Поэтому, наверное, это неверное суждение. Тем более что критики больше нет. Вот это моя…

То есть вашей профессии не существует? Вы имеете в виду — не профессии, а критики как текста?

Нет, больше нет такой профессии.

Профессии нет.

Больше нет профессии.

Именно литературной критики?

Литературной критики.

Потому, что есть же телевидение, кинематограф.

Есть ресторанная критика. Конечно, почему нет. Есть театральная. Театральная критика как раз есть. Потому что от набора театральных рецензий много все-таки зависит.

У нас нет или вообще нет?

Вообще нет. Особенно болезненно это для России, потому что русская литературная критика — это такой текст глубокого дыхания. Потому что он призван оценить литературный текст с точки зрения его актуальности, его продуктивности, исполнения им каких-то общественных ожиданий или нет. Есть очень простой различительный признак. В «Нью-Йоркере» нет отрицательных рецензий. Вот это тот рубеж, за которым критика исчезает.

Исчезает.

У меня нет толку, нет времени, нет сил тратить свои силы на то, чтобы доказать, что это дурно. Я только либо продвигаю — это в случае бренд-менеджера или ревьюера — от самых простых: про что и почему надо купить, до более сложных. Либо это навигация. Либо это навигаторство. Есть такой современный писатель замечательный — это дама, Галина Юзефович.

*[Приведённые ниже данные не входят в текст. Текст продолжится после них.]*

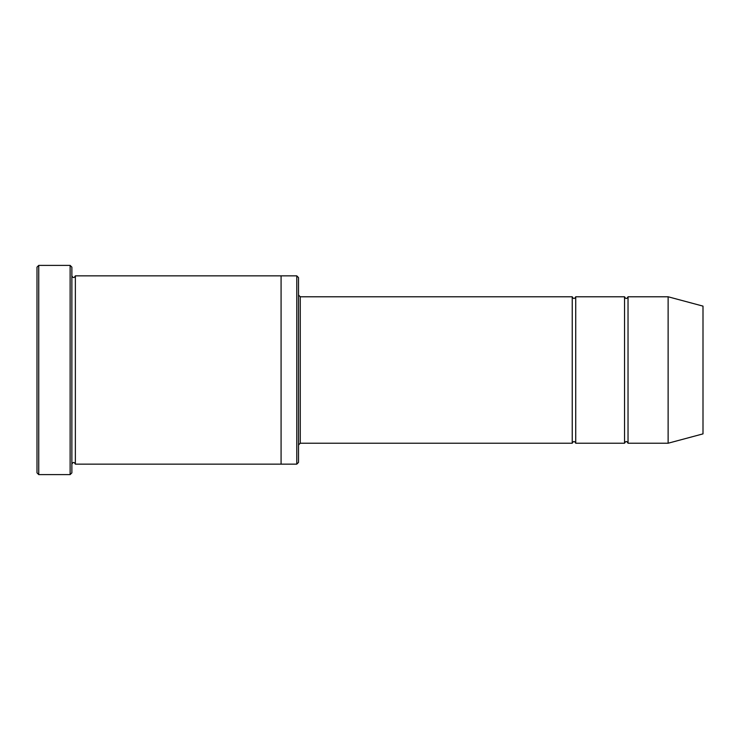 <?xml version="1.0" encoding="UTF-8"?>
<svg xmlns="http://www.w3.org/2000/svg" width="740" height="740" viewBox="0 0 740 740"><rect width="100%" height="100%" fill="white"/><g stroke="black" fill="none" stroke-linecap="round" stroke-linejoin="round"><path stroke-width="0.56" stroke-dasharray="3.7 2.78" d="M624.541 443.223L624.541 296.777M575.729 296.777L575.729 443.223M298.516 295.029L298.516 444.971L298.516 295.029M298.516 462.398L298.516 277.602M281.08 464.147L281.08 275.854M296.777 464.147L296.777 275.854M71.873 464.147L71.873 275.854L71.873 464.147M75.36 275.854L75.36 464.147M37 267.14L37 472.86M572.242 443.223L572.242 296.777M628.029 296.777L628.029 443.223M668.127 296.777L668.127 443.223M703 306.12L703 433.881M71.873 472.86L71.873 267.14M70.124 474.608L70.124 265.392M38.739 265.392L38.739 474.608M300.264 443.223L300.264 296.777"/><path stroke-width="1.11" d="M298.516 295.029L300.264 296.777L572.242 296.777L572.242 443.223C573.408 440.975 574.564 440.975 575.729 443.223L624.541 443.223C625.707 440.975 626.873 440.975 628.029 443.223L628.029 296.777L668.127 296.777L668.127 443.223L628.029 443.223M575.729 443.223L575.729 296.777L624.541 296.777L624.541 443.223M296.777 275.854L298.516 277.602L298.516 462.398L296.777 464.147L281.08 464.147L281.08 275.854L296.777 275.854L296.777 464.147M71.873 464.147C73.029 461.899 74.194 461.899 75.36 464.147L75.36 275.854C74.194 278.101 73.029 278.101 71.873 275.854M38.739 474.608L37 472.86L37 267.14L38.739 265.392L70.124 265.392L70.124 474.608L38.739 474.608L38.739 265.392M75.36 464.147L281.08 464.147M668.127 443.223L703 433.881L703 306.12L668.127 296.777M70.124 265.392L71.873 267.14L71.873 472.86L70.124 474.608M300.264 296.777L300.264 443.223L572.242 443.223M75.36 275.854L281.08 275.854M628.029 296.777C626.873 299.025 625.707 299.025 624.541 296.777M575.729 296.777C574.564 299.025 573.408 299.025 572.242 296.777M300.264 443.223L298.516 444.971"/></g></svg>

Да-да. Я как раз о ней подумал.

Дочь известного прозаика, моя бывшая студентка, ныне коллега. Вот она — навигатор. Ее книга называется «Записки рыбы-лоцмана».

Да-да.

Она действует и не как критик, и не как бренд-менеджер. Критик что делает? Говорит, что столбовая дорога литературы такая-то, нужны такие-то темы, нужны такие-то жанры, Достоевский потому-то актуален, что он Гоголя развивает и переворачивает в 46-м году, когда выходят «Бедные люди», — так пишет Белинский. Ревьюер и бренд-менеджер говорит: это хорошо, поскольку написано мастеровито, актуально — купи. Да, он говорит так. Что делает навигатор? Он говорит: именно тебя я соединю с этой книгой, а тебя — с этой книгой, нет дурных книг и нет хороших книг.

Это очень интересно и очень важно.

Это тоже как гаджет с котенком. Да, это абсолютно та же ситуация. Ты еще не знаешь, что тебе такие-то книги подходят, а я за тебя знаю. Я очень с большим уважением отношусь к Гале Юзефович.

Она замечательная.

Она замечательная, она талантливая, что говорить. Она действующий… чуть не сказал — критик.

Да-да. Я ждал, ждал что вы скажете.

Вопреки, да-да. Действующий навигатор. Но, конечно, ее деятельность какая-то другая. Я к ней отношусь с почтением, без зависти. Но это не литературная критика.

А почему? Дмитрий Петрович, я не могу вас не спросить: почему нет-то? Литература есть, значит, критика должна быть.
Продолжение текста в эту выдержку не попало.